Немецкий шпион в женском платье, пойманный русскими крестьянами в прифронтовой полосе, 1915 год. Фото: Николай Пашин / РИА Новости

Немецкий шпион в женском платье, пойманный русскими крестьянами в прифронтовой полосе, 1915 год. Фото: Николай Пашин / РИА Новости

Как и сейчас, в 1917 году вокруг российской революции было множество слухов и конспирологических теорий. Общественные и политические деятели перекладывали друг на друга ответственность за поражения Первой мировой войны, перебои с продовольствием, забастовки в крупных городах и неумелое управление страной. Старший научный сотрудник Института российской истории РАН Владислав Аксенов рассказывает, как шпиономания и конспирология сплелись в предреволюционной России в порочный круг взаимных обвинений, мешавший разглядеть реальное положение вещей.

Такие глобальные исторические события, как российская революция 1917 года, всегда имеют комплекс причин, целиком охватить которые сознанию обывателей не всегда представляется возможным. Но спрос рождает предложение, и потому в качестве массового продукта возникают простые, общедоступные схемы, сводящиеся к различным теориям заговоров. В подавляющем большинстве современные конспирологические теории неоригинальны. Более того, мифы о революции зарождаются задолго до самой революции, их производит массовое сознание, в которое проникает страх за ближайшее будущее. Чаще всего определяющим оказывается актуальный образ врага, навязанный пропагандой или возникший из архетипических глубин психики. Можно выделить несколько условных конспирологических групп, паразитирующих на историческом материале 1917 года: первая рассматривает революцию как результат заговора внутренних врагов; вторая — как результат давления извне; третья — как провокацию власти; четвертая — как божью кару за предательство веры самим народом.

Пулеметы и провокаторы

В начале ХХ века разговоры о революции были неотъемлемой частью интеллектуальных рассуждений.

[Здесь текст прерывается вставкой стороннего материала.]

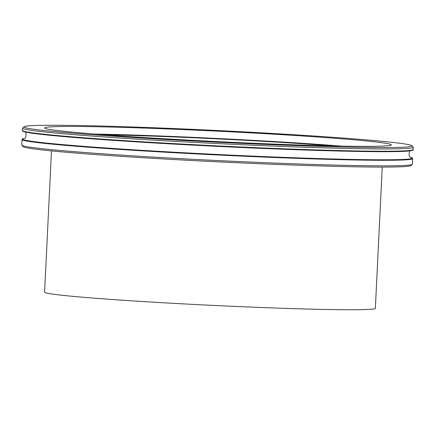<?xml version="1.0" encoding="UTF-8"?>
<svg xmlns="http://www.w3.org/2000/svg" width="435" height="435" viewBox="0 0 435 435"><rect width="100%" height="100%" fill="white"/><g stroke="black" fill="none" stroke-linecap="round" stroke-linejoin="round"><path stroke-width="0.65" d="M412.695 158.628A195.571 5.889 2.8 0 1 151.152 151.385A195.571 5.889 2.8 0 1 22.022 139.521L21.75 145.078A195.571 5.889 2.8 0 0 21.832 145.257L23.066 146.622A194.266 5.851 2.8 0 0 151.255 158.231A194.266 5.851 2.8 0 0 410.961 165.594L412.326 164.359A195.571 5.889 2.8 0 0 412.423 164.185L412.625 158.286L410.499 157.225A195.136 5.878 2.8 0 1 151.326 150.896A195.136 5.878 2.8 0 1 24.338 138.346M331.954 145.921A160.613 4.834 2.8 0 0 103.617 134.752M341.383 146.111A173.57 5.225 2.8 0 0 94.216 134.023M159.221 138.46A173.57 5.225 2.8 0 0 391.337 144.888A173.57 5.225 2.8 0 0 218.234 131.191A173.57 5.225 2.8 0 0 44.615 127.928A173.57 5.225 2.8 0 0 159.221 138.46M152.212 138.705A194.266 5.851 2.8 0 0 411.934 145.72A194.266 5.851 2.8 0 0 218.261 130.565A194.266 5.851 2.8 0 0 24.039 126.748A194.266 5.851 2.8 0 0 152.212 138.705M24.039 126.748L22.674 127.982A195.571 5.889 2.8 0 0 22.576 128.156A195.571 5.889 2.8 0 0 151.706 140.021A195.571 5.889 2.8 0 0 413.25 147.264A195.571 5.889 2.8 0 0 413.168 147.084L411.934 145.72M21.832 145.257A195.571 5.889 2.8 0 0 150.88 156.943A195.571 5.889 2.8 0 0 412.326 164.359M382.256 167.078L375.351 308.344A165.583 4.986 -177.2 0 1 209.719 305.234A165.583 4.986 -177.2 0 1 44.582 292.162L51.488 150.901M22.576 128.156L22.462 130.462A195.571 5.889 2.8 0 0 151.592 142.327A195.571 5.889 2.8 0 0 413.136 149.569L413.25 147.264M22.462 130.462C21.554 131.109 24.257 131.952 30.57 132.99A195.136 5.878 2.8 0 0 151.717 142.805A195.136 5.878 2.8 0 0 404.827 151.293C411.211 150.88 413.979 150.303 413.136 149.569M410.694 157.334C408.449 157.639 408.628 150.167 411.026 150.657M24.137 138.428C26.345 138.95 26.894 131.5 24.463 131.751M22.022 139.521L22.576 138.808L24.344 138.341"/></g></svg>

Несмотря на спад протестного движения после революции 1905 года, они не утихали, и определенным пиком революционных предчувствий стал период весны-лета 1914 года, когда крупнейшие промышленные города империи оказались охвачены рабочим забастовочным движением. Особенно тревожно для властей развивались события в столице, где рабочие строили баррикады и вступали в вооруженные столкновения с полицией. Петроградцы писали в письмах своим иногородним знакомым: «Что теперь делается у нас в Петербурге близко к тому, что у вас было в Москве в 1905 году»; «Революция стучится в дверь»; «Это не революция, до революции еще далеко, но это грозный симптом».